### Assignment
A word-for-word copy of the listing, free of images, is the expected answer.
++++++++++++++++++++
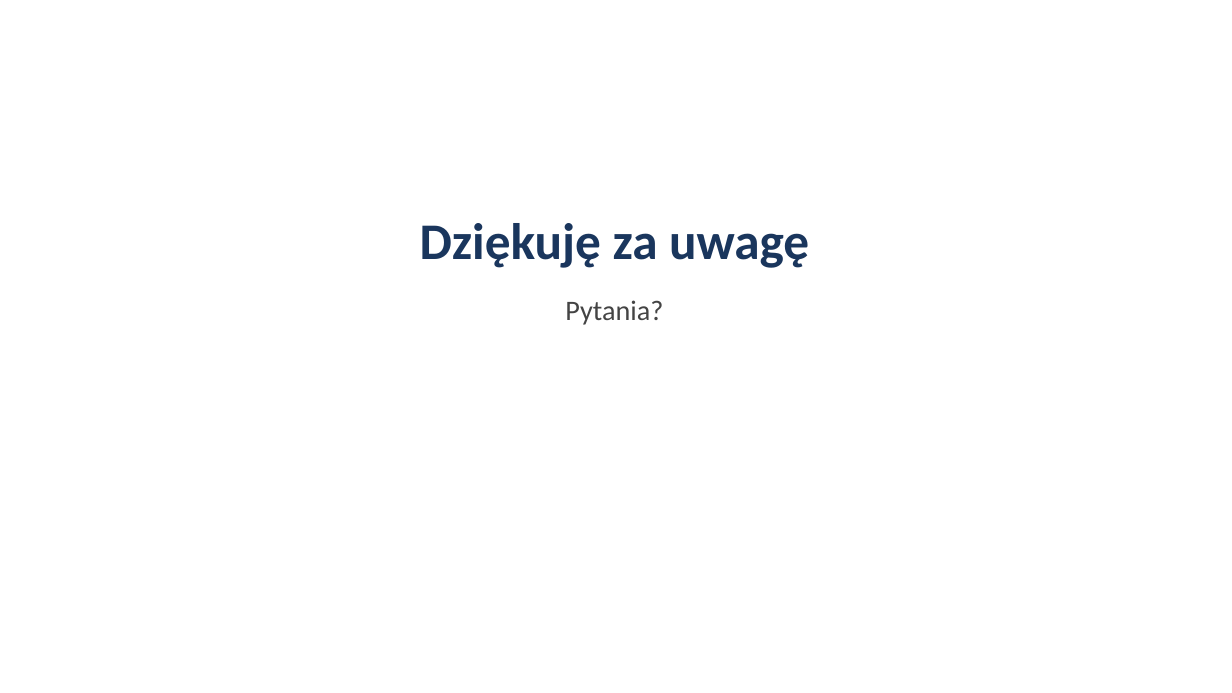
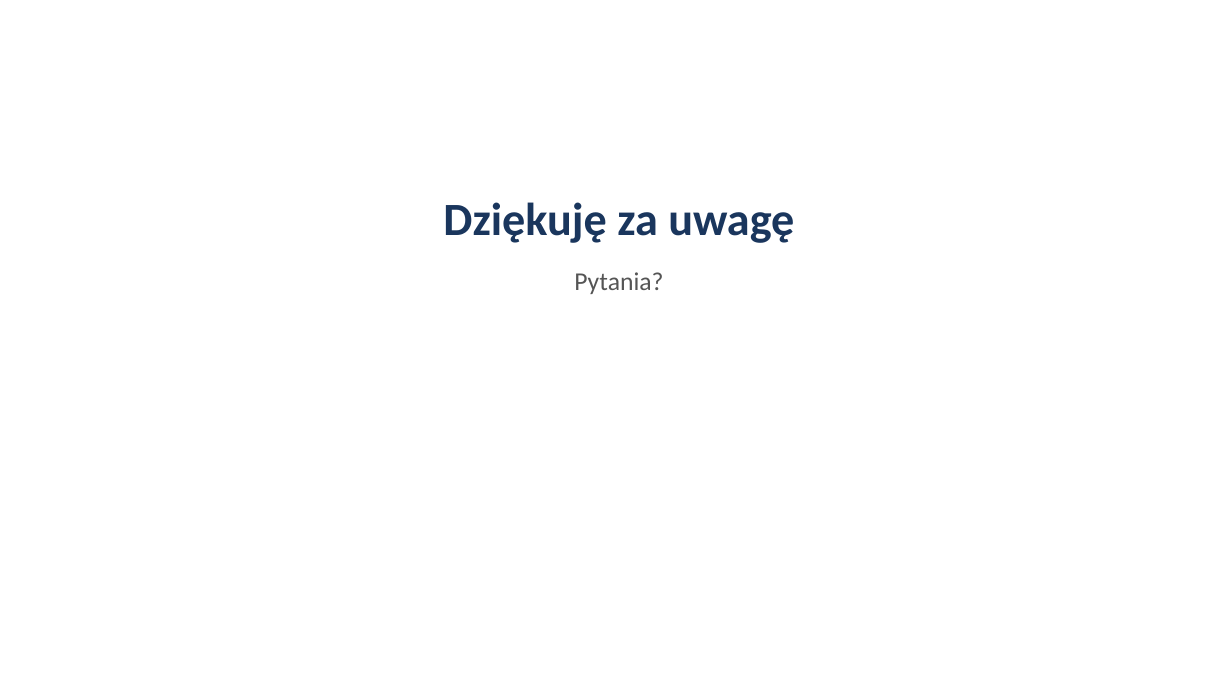
Before and after one commit to PL77239/RESEARCH, a slide deck: slide 23 of prezentacja/prezentacja-os.pptx (slide 17 before the commit). Drawn at 1232x693 pixels with LibreOffice and Linux fonts; fonts in the diff are those of the drawing. Boxes give left, top, right and bottom in pixels: in the first picture for what was removed or moved away, otherwise in the second. Text is boxed around its words. In the diff, an @@ line names an element or a change of style, - is before the commit and + after.

```diff
--- a/prezentacja/prezentacja-os.pptx
+++ b/prezentacja/prezentacja-os.pptx
@@ text "Dziękuję za uwagę": place and size @@
-text "Dziękuję za uwagę" at (420,223,809,325)
+text "Dziękuję za uwagę" at (443,202,794,294)
@@ text "Dziękuję za uwagę" at (443,202,794,294): size 40 to 36 pt in "Dziękuję za uwagę"; size 22 to 20 pt, text colour #444444 to #555555 in "Pytania?"; less space between paragraphs @@
```
Also in this commit, not shown: 1 other slide changed, 21 slides added, 15 slides removed.
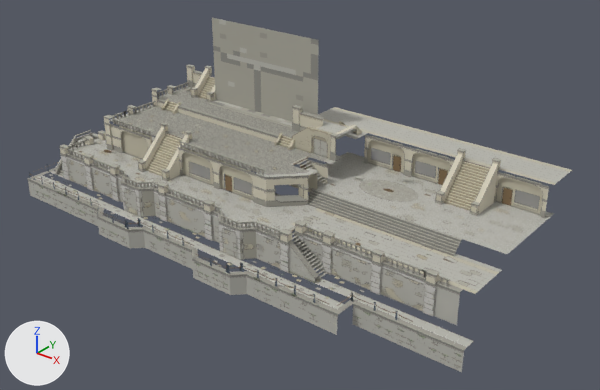
The glTF model Resources/Crocotile/Waterfront.gltf, before and after one commit.
Before and after are seen from a 50 mm lens placed at (143.9, -88.5, 74.1), pointed at (54.9, 22.7, 5.1). Lighting does not change. The marker at lower left points along +X, +Y and +Z. Where no turn or scale is listed for an object, it has been applied to the vertices. Vertices at the same position are counted once.
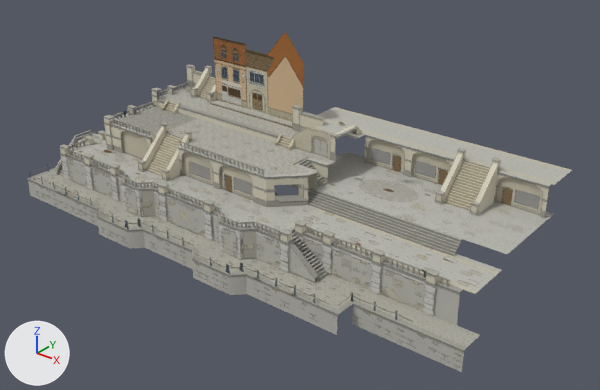
Boxes (x1, y1, x2, y2) around the edits, measured in the pictures (600 x 390 px):
'default', surface changed (grey to beige): (45, 18, 480, 347) in both
'ground_3_lvl_3-col', surface changed: (182, 127, 332, 175) in both
'floor_5_lvl_1-col', surface changed: (244, 261, 370, 309) in both
'ground_4_lvl_3-col', surface changed, shading changed: (164, 89, 299, 138) in both
'floor_2_lvl_1-col.001', surface changed: (357, 291, 434, 328) in both
'floor_1_lvl_1-col', surface changed: (35, 169, 120, 208) in both
'floor_3_lvl_1-col', surface changed: (128, 213, 212, 249) in both
'ground_2_lvl_3-col', surface changed: (167, 119, 225, 141) in both
'floor_4_lvl_1-col', surface changed: (199, 241, 263, 271) in both
'floor_2_lvl_1-col', surface changed: (104, 202, 160, 226) in both
'staircase_small_lvl_3-col.001', moved: (274, 133, 295, 150) in both
part 1 of me_mesh_68, shading changed: (209, 102, 292, 127) in both

The change, as a list of edits to the scene's bpy script:
```text
Add img_image_21:
    img_image_21 = load_image('Image_21', '_unpacked/Image_21', 32, 32, 'sRGB')
Change mat_19:
    where n4 = _N.new('ShaderNodeTexImage'); n4.name = 'Image Texture'
    n4.image: img_image_3 -> img_image_6
Change mat_4:
    where n4 = _N.new('ShaderNodeTexImage'); n4.name = 'Image Texture'
    n4.image: img_image_5 -> img_image_3
Change mat_12:
    where n4 = _N.new('ShaderNodeTexImage'); n4.name = 'Image Texture'
    n4.image: img_image_6 -> img_image_5
Change mat_13:
    where n4 = _N.new('ShaderNodeTexImage'); n4.name = 'Image Texture'
    n4.image: img_image_20 -> img_image_21
Change me_mesh_68:
    where me_mesh_68.from_pydata(...)  # 20 vertices, 12 faces; spans x -0.9..39.1, y -3.9..7.1, z 0.0..0.2
    used by ob_ground_4_lvl_3_col; location = (11.0, 31.9, 13.5)
    me_mesh_68 part 1: all 2 faces centred in x 19.7..28.3, y 0.6, z 0.1..0.2 are now shaded smooth
Change ob_staircase_small_lvl_3_col_001:
    ob_staircase_small_lvl_3_col_001.location: (46.0, 28.0, 12.0) -> (46.0, 27.9, 12.0)
```
++++++++++++++++++++
### Result of this exercise
Before and after one commit to PL77239/RESEARCH, a slide deck: slide 23 of prezentacja/prezentacja-os.pptx (slide 17 before the commit). Drawn at 1232x693 pixels with LibreOffice and Linux fonts; fonts in the diff are those of the drawing. Boxes give left, top, right and bottom in pixels: in the first picture for what was removed or moved away, otherwise in the second. Text is boxed around its words. In the diff, an @@ line names an element or a change of style, - is before the commit and + after.

```diff
--- a/prezentacja/prezentacja-os.pptx
+++ b/prezentacja/prezentacja-os.pptx
@@ text "Dziękuję za uwagę": place and size @@
-text "Dziękuję za uwagę" at (420,223,809,325)
+text "Dziękuję za uwagę" at (443,202,794,294)
@@ text "Dziękuję za uwagę" at (443,202,794,294): size 40 to 36 pt in "Dziękuję za uwagę"; size 22 to 20 pt, text colour #444444 to #555555 in "Pytania?"; less space between paragraphs @@
```
Also in this commit, not shown: 1 other slide changed, 21 slides added, 15 slides removed.
The glTF model Resources/Crocotile/Waterfront.gltf, before and after one commit.
Before and after are seen from a 50 mm lens placed at (143.9, -88.5, 74.1), pointed at (54.9, 22.7, 5.1). Lighting does not change. The marker at lower left points along +X, +Y and +Z. Where no turn or scale is listed for an object, it has been applied to the vertices. Vertices at the same position are counted once.
Boxes (x1, y1, x2, y2) around the edits, measured in the pictures (600 x 390 px):
'default', surface changed (grey to beige): (45, 18, 480, 347) in both
'ground_3_lvl_3-col', surface changed: (182, 127, 332, 175) in both
'floor_5_lvl_1-col', surface changed: (244, 261, 370, 309) in both
'ground_4_lvl_3-col', surface changed, shading changed: (164, 89, 299, 138) in both
'floor_2_lvl_1-col.001', surface changed: (357, 291, 434, 328) in both
'floor_1_lvl_1-col', surface changed: (35, 169, 120, 208) in both
'floor_3_lvl_1-col', surface changed: (128, 213, 212, 249) in both
'ground_2_lvl_3-col', surface changed: (167, 119, 225, 141) in both
'floor_4_lvl_1-col', surface changed: (199, 241, 263, 271) in both
'floor_2_lvl_1-col', surface changed: (104, 202, 160, 226) in both
'staircase_small_lvl_3-col.001', moved: (274, 133, 295, 150) in both
part 1 of me_mesh_68, shading changed: (209, 102, 292, 127) in both

The change, as a list of edits to the scene's bpy script:
```text
Add img_image_21:
    img_image_21 = load_image('Image_21', '_unpacked/Image_21', 32, 32, 'sRGB')
Change mat_19:
    where n4 = _N.new('ShaderNodeTexImage'); n4.name = 'Image Texture'
    n4.image: img_image_3 -> img_image_6
Change mat_4:
    where n4 = _N.new('ShaderNodeTexImage'); n4.name = 'Image Texture'
    n4.image: img_image_5 -> img_image_3
Change mat_12:
    where n4 = _N.new('ShaderNodeTexImage'); n4.name = 'Image Texture'
    n4.image: img_image_6 -> img_image_5
Change mat_13:
    where n4 = _N.new('ShaderNodeTexImage'); n4.name = 'Image Texture'
    n4.image: img_image_20 -> img_image_21
Change me_mesh_68:
    where me_mesh_68.from_pydata(...)  # 20 vertices, 12 faces; spans x -0.9..39.1, y -3.9..7.1, z 0.0..0.2
    used by ob_ground_4_lvl_3_col; location = (11.0, 31.9, 13.5)
    me_mesh_68 part 1: all 2 faces centred in x 19.7..28.3, y 0.6, z 0.1..0.2 are now shaded smooth
Change ob_staircase_small_lvl_3_col_001:
    ob_staircase_small_lvl_3_col_001.location: (46.0, 28.0, 12.0) -> (46.0, 27.9, 12.0)
```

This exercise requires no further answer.